▶ [WHAT TO WORK ON] Read the records below. Copy each line where the string "main" occurs.

(Extracted records)
************

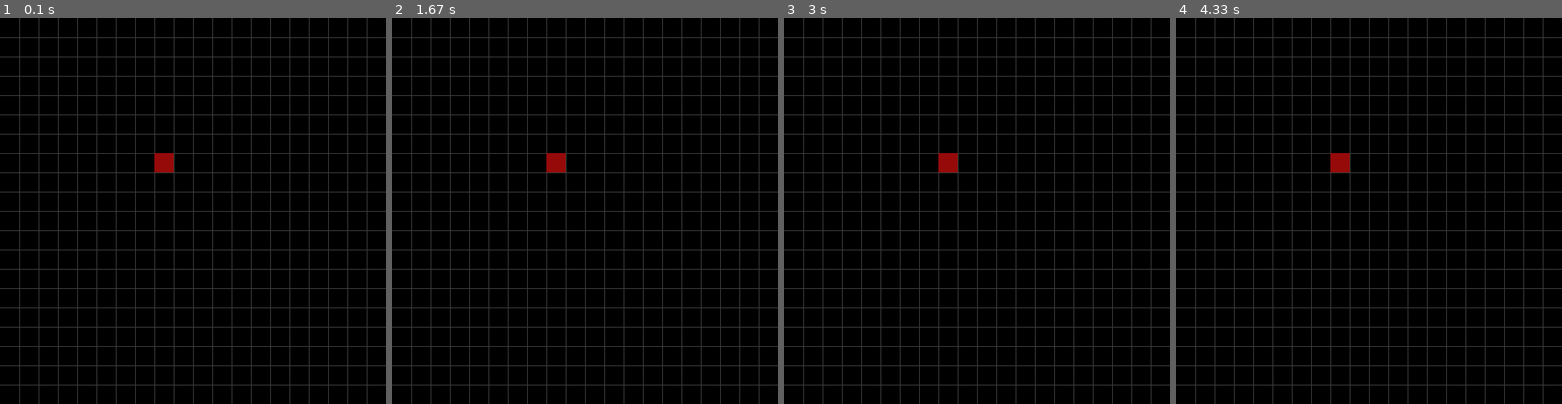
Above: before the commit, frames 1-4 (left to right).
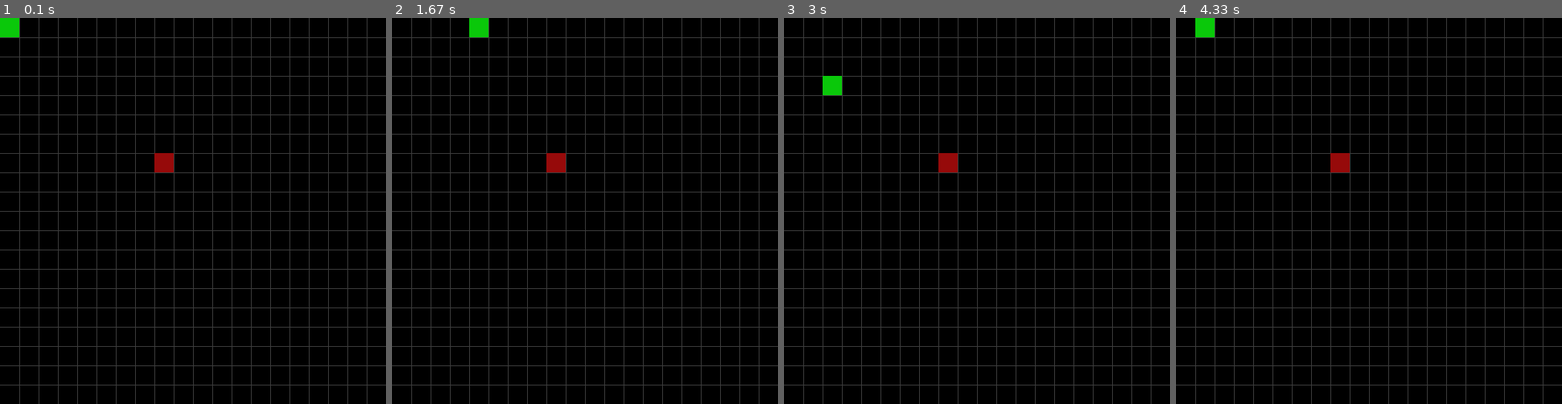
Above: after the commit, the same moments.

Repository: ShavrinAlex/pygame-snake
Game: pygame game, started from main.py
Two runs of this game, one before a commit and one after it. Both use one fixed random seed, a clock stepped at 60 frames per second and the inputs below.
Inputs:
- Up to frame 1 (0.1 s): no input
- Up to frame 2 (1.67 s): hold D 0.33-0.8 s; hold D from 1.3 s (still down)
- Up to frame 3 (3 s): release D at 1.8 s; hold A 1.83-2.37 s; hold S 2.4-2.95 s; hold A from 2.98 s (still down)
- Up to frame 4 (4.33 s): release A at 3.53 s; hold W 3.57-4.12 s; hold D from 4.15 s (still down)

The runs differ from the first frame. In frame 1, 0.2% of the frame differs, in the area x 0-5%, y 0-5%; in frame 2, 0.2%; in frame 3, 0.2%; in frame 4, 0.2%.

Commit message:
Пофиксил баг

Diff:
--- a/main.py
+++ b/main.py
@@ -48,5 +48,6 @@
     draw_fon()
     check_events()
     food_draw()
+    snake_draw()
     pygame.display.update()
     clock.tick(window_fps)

************

▶ [RESPONSE TO THIS EXERCISE]
Game: pygame game, started from main.py
--- a/main.py
+++ b/main.py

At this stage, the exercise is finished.